Gather each line in the entries that includes the string "changed".

= Beginning of Section =

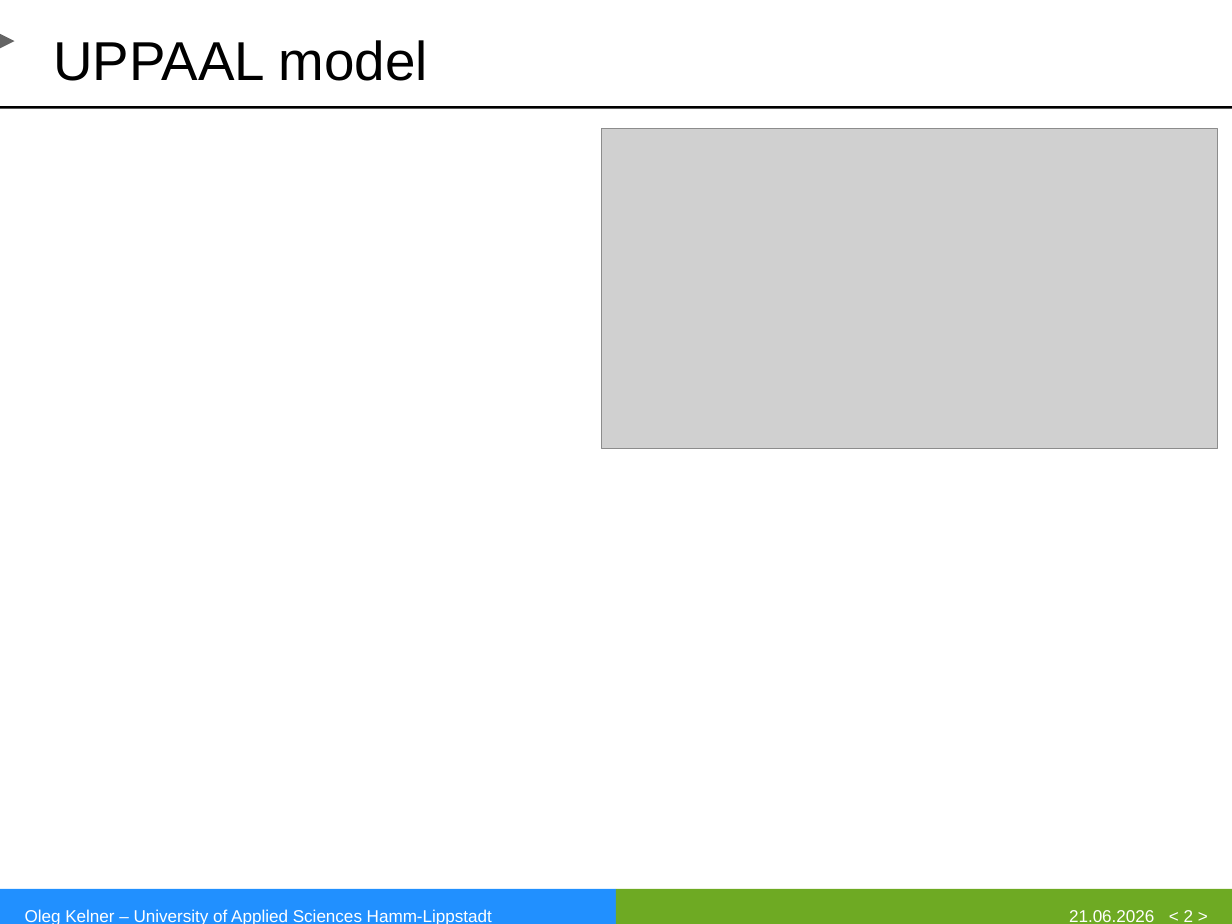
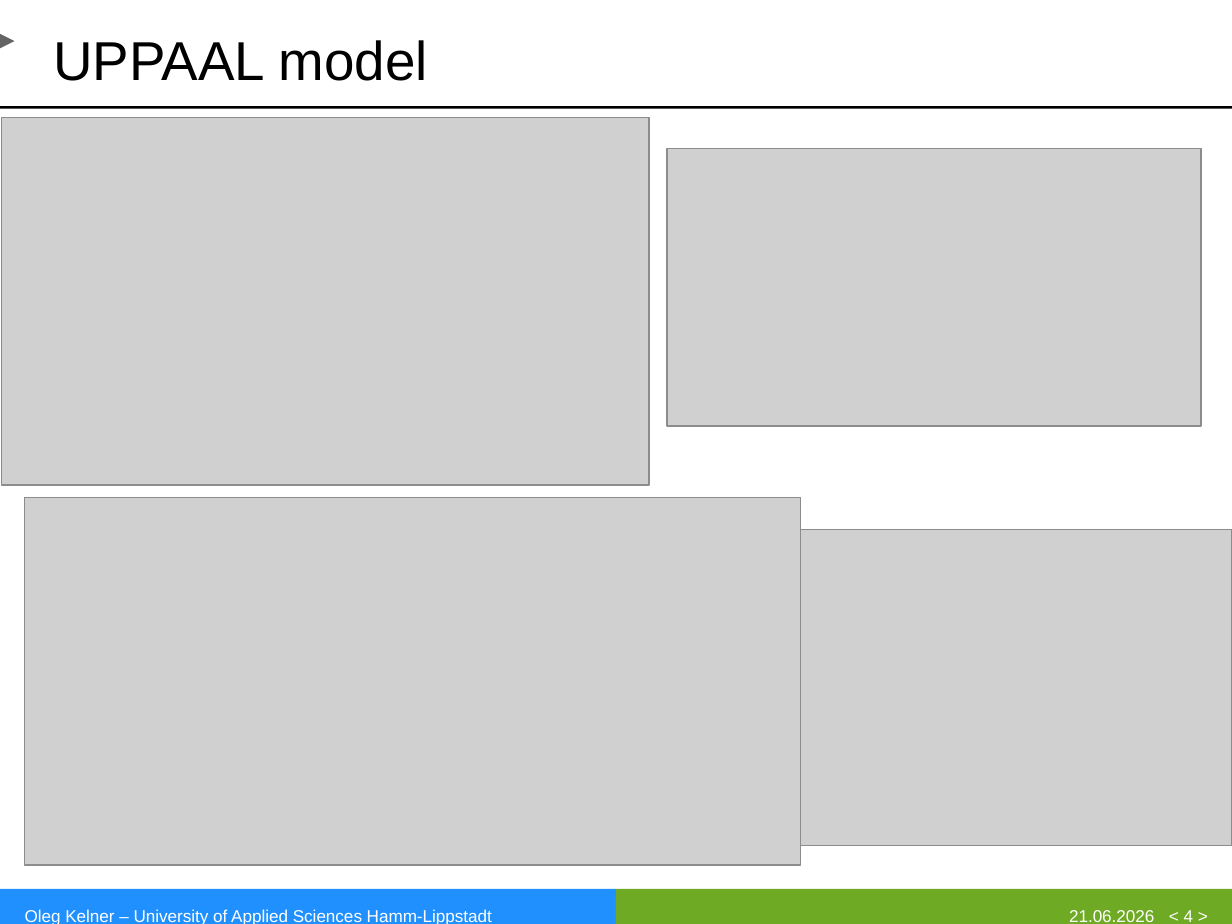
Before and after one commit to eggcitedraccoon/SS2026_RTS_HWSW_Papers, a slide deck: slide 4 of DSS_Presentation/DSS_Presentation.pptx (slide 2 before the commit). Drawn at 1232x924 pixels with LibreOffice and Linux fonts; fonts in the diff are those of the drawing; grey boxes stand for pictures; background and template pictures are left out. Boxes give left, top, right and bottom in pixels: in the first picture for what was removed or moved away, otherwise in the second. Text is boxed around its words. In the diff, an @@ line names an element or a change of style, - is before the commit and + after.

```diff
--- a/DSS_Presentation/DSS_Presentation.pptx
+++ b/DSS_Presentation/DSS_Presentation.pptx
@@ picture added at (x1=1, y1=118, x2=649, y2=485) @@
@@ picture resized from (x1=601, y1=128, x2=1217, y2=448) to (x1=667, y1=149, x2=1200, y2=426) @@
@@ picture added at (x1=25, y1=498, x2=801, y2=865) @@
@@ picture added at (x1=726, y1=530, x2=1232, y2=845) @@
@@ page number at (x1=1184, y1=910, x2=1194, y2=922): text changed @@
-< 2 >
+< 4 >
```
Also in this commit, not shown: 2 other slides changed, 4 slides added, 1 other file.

= End of Section =

Finished exercise
@@ page number at (x1=1184, y1=910, x2=1194, y2=922): text changed @@
Also in this commit, not shown: 2 other slides changed, 4 slides added, 1 other file.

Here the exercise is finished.